In [25]:
# Import necessary modules
import os
import requests
import pandas as pd
from sqlalchemy import create_engine, text
from dotenv import load_dotenv
import time

In [14]:
# Load environment variables from .env
load_dotenv()

True

In [15]:
# Establish a database connection using SQLAlchemy and credentials from the .env file
DB_USER = os.getenv('DB_USER')
DB_PASSWORD = os.getenv('DB_PASSWORD')
DB_HOST = os.getenv('DB_HOST')
DB_PORT = os.getenv('DB_PORT')
DB_NAME = os.getenv('DB_NAME')

if None in (DB_USER, DB_PASSWORD, DB_HOST, DB_PORT, DB_NAME):
    raise Exception("Database credentials are not fully set in the .env file.")
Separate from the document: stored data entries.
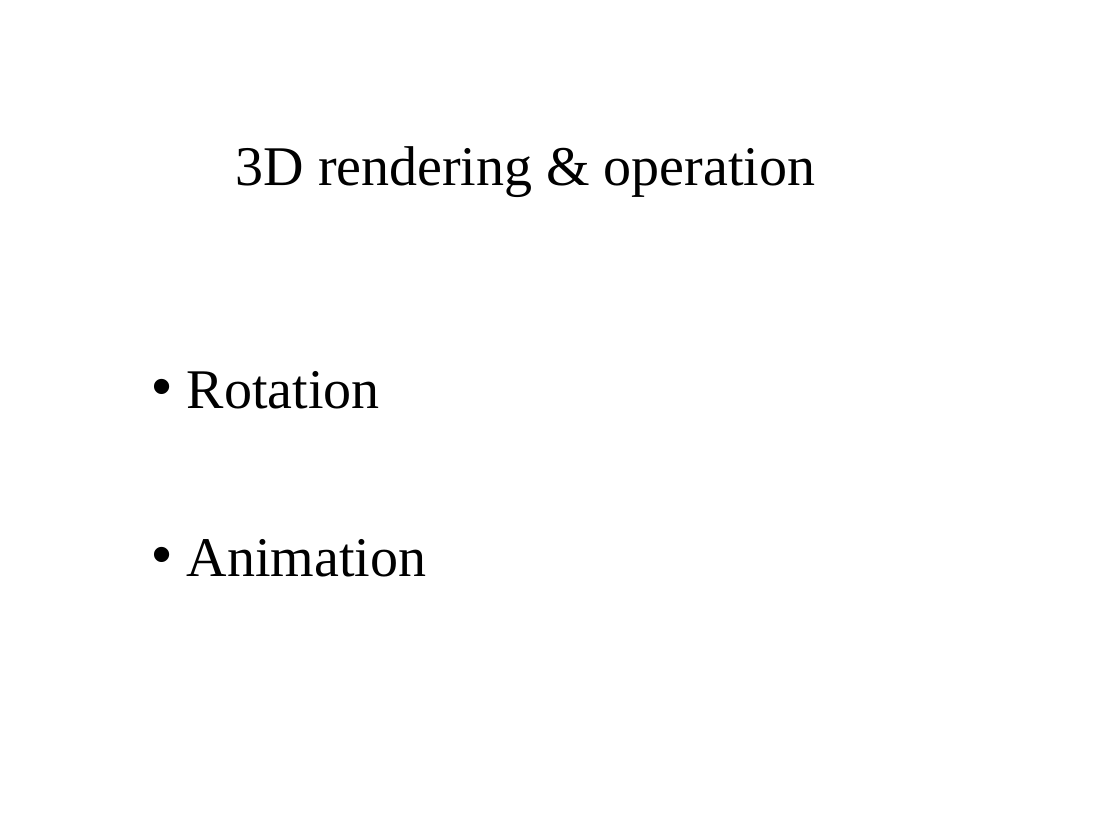
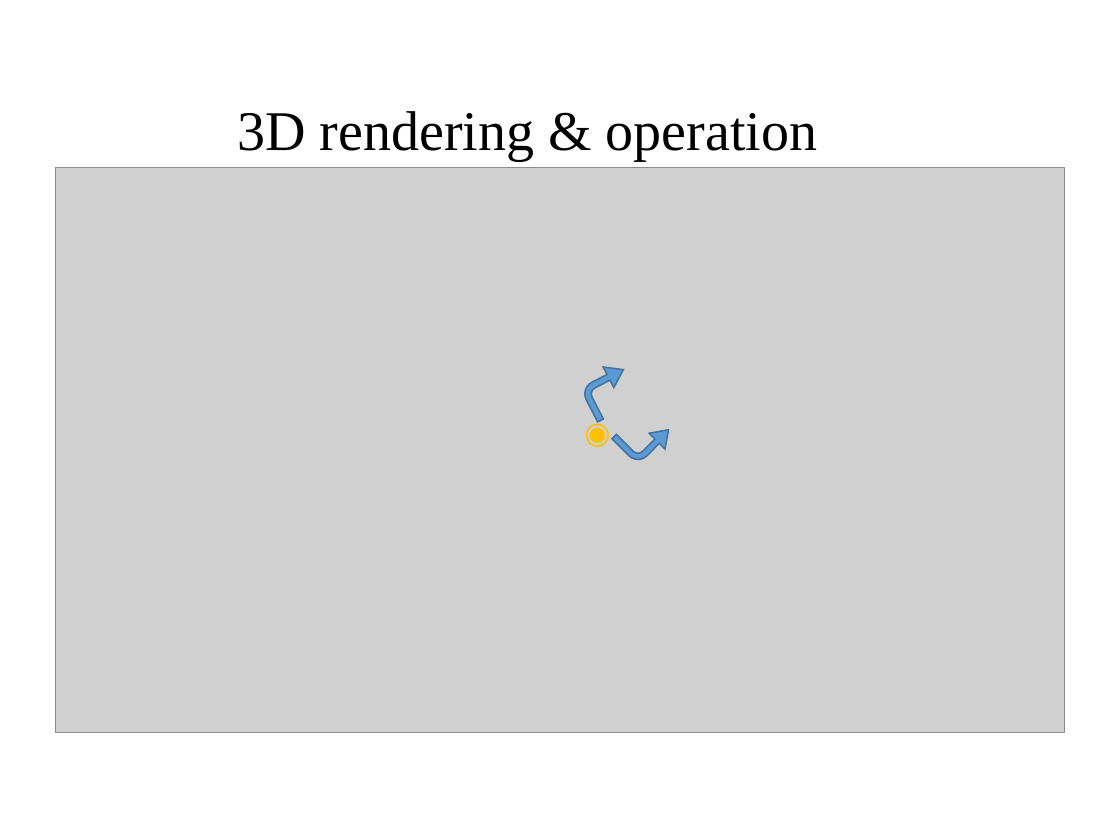
Before and after one commit to CalciferZh/rubik-cube, a slide deck: slide 6 of slide/slide.pptx. Drawn at 1120x840 pixels with LibreOffice and Linux fonts; fonts in the diff are those of the drawing; grey boxes stand for pictures. Boxes give left, top, right and bottom in pixels: in the first picture for what was removed or moved away, otherwise in the second. Text is boxed around its words. In the diff, an @@ line names an element or a change of style, - is before the commit and + after.

Commit message:
change slide-6

```diff
--- a/slide/slide.pptx
+++ b/slide/slide.pptx
@@ text "3D rendering & operation": place and size @@
-text "3D rendering & operation" at <box>236,146,815,196</box>
+text "3D rendering & operation" at <box>237,111,817,160</box>
@@ picture added at <box>55,167,1064,732</box> @@
@@ bent arrow added at <box>577,359,640,421</box>, fill #5B9BD5, outline #43739E 1 pt @@
@@ text removed at <box>187,371,426,577</box> @@
-• Rotation
-• Animation
@@ bent arrow added at <box>612,406,677,470</box>, fill #5B9BD5, outline #43739E 1 pt @@
@@ ellipse added at <box>587,424,608,446</box>, outline #FFC000 1 pt @@
@@ ellipse added at <box>589,428,605,444</box>, fill #FFC000 @@
```

engine = create_engine(f'mysql+pymysql://{DB_USER}:{DB_PASSWORD}@{DB_HOST}:{DB_PORT}/{DB_NAME}')

In [16]:
# --- Query tickers from raw_wikipedia_sp500 ---
with engine.connect() as conn:
    query_wiki = text("SELECT DISTINCT symbol FROM raw_wikipedia_sp500")
    df_wiki = pd.read_sql(query_wiki, conn)

In [17]:
# Standardize ticker symbols: strip any extra whitespace and convert to uppercase
df_wiki['symbol'] = df_wiki['symbol'].str.strip().str.upper()

In [18]:
# --- Query tickers already processed in raw_prices ---
with engine.connect() as conn:
    query_prices = text("SELECT DISTINCT symbol FROM raw_prices")
    df_prices = pd.read_sql(query_prices, conn)

if not df_prices.empty:
    processed_tickers = set(df_prices['symbol'].str.strip().str.upper())
else:
    processed_tickers = set()

In [19]:
# Compute the set difference: tickers in Wikipedia that are not yet in raw_prices
all_tickers = set(df_wiki['symbol'])
new_tickers = list(all_tickers - processed_tickers)
new_tickers.sort()  # Optional: sort for consistency

In [20]:
# Define batch size (e.g., 50 tickers per execution)
batch_size = 50
tickers_to_process = new_tickers[:batch_size]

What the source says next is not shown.